(Collected data entries)
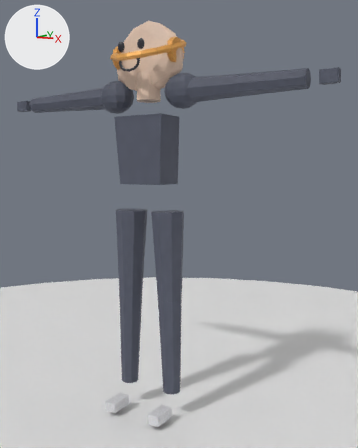
One commit to the Blender file packages/frontend/public/models/blends/hero_dj.blend: the scene before it, then after it.
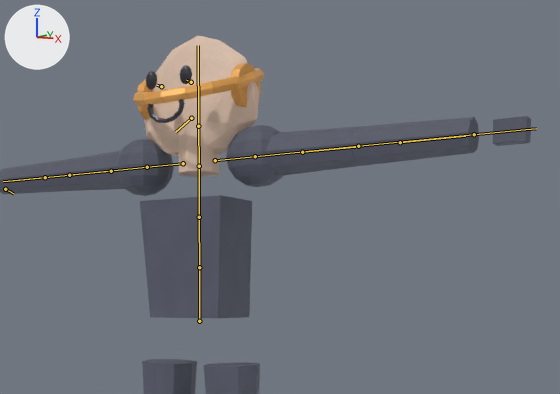
Each version is shown whole from a 50 mm camera at (1.295, -1.863, 1.123) aimed at (0.116, 0.069, 0.889), then close up on the part from 9% to 100% of the width and 0% to 51% of the height. The lights are fixed; the arrows at upper left show +X, +Y and +Z. The older version's two pictures come first. Both versions are drawn at the pose saved in each file; the numbers are the values there. The bones that change, and the others that lie on the model, are drawn over the model as lines in the close-ups.

In view in the first close-up: 'DJ_Mesh'.
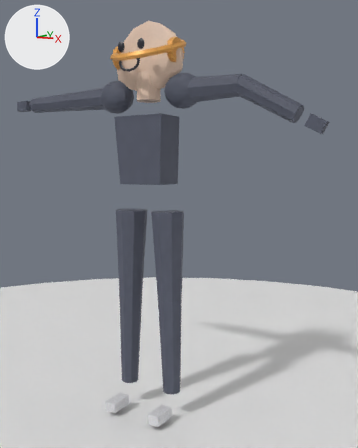
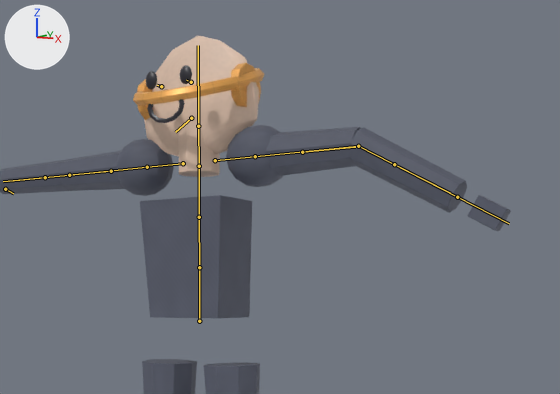
The change, as a list of edits to the scene's bpy script:
```text
Change bone_forearm_l:
    where bone_forearm_l = bpy.data.objects['HouseRig_v1'].pose.bones['ForeArm.L']  # child of 'Arm.L'
    bone_forearm_l.rotation_quaternion: (1.0, 0.0, 0.0, 0.0) -> (0.969, -0.247, 0.0, 0.0)  # degrees (0, 0, 0) -> degrees (-29, 0, 0)
```

Changed parts and their boxes [x1, y1, x2, y2] in the close-ups (560 x 394 px):
'DJ_Mesh', posed: before [0, 36, 531, 394]; after [0, 36, 511, 394]
bone 'ForeArm.L', root to tip: before (358, 146) to (474, 134); after (358, 146) to (457, 197)

Task item: Pictures are to be left out when the entries above are repeated exactly.

Exercise solution:
One commit to the Blender file packages/frontend/public/models/blends/hero_dj.blend: the scene before it, then after it.
Each version is shown whole from a 50 mm camera at (1.295, -1.863, 1.123) aimed at (0.116, 0.069, 0.889), then close up on the part from 9% to 100% of the width and 0% to 51% of the height. The lights are fixed; the arrows at upper left show +X, +Y and +Z. The older version's two pictures come first. Both versions are drawn at the pose saved in each file; the numbers are the values there. The bones that change, and the others that lie on the model, are drawn over the model as lines in the close-ups.

In view in the first close-up: 'DJ_Mesh'.
The change, as a list of edits to the scene's bpy script:
```text
Change bone_forearm_l:
    where bone_forearm_l = bpy.data.objects['HouseRig_v1'].pose.bones['ForeArm.L']  # child of 'Arm.L'
    bone_forearm_l.rotation_quaternion: (1.0, 0.0, 0.0, 0.0) -> (0.969, -0.247, 0.0, 0.0)  # degrees (0, 0, 0) -> degrees (-29, 0, 0)
```

Changed parts and their boxes [x1, y1, x2, y2] in the close-ups (560 x 394 px):
'DJ_Mesh', posed: before [0, 36, 531, 394]; after [0, 36, 511, 394]
bone 'ForeArm.L', root to tip: before (358, 146) to (474, 134); after (358, 146) to (457, 197)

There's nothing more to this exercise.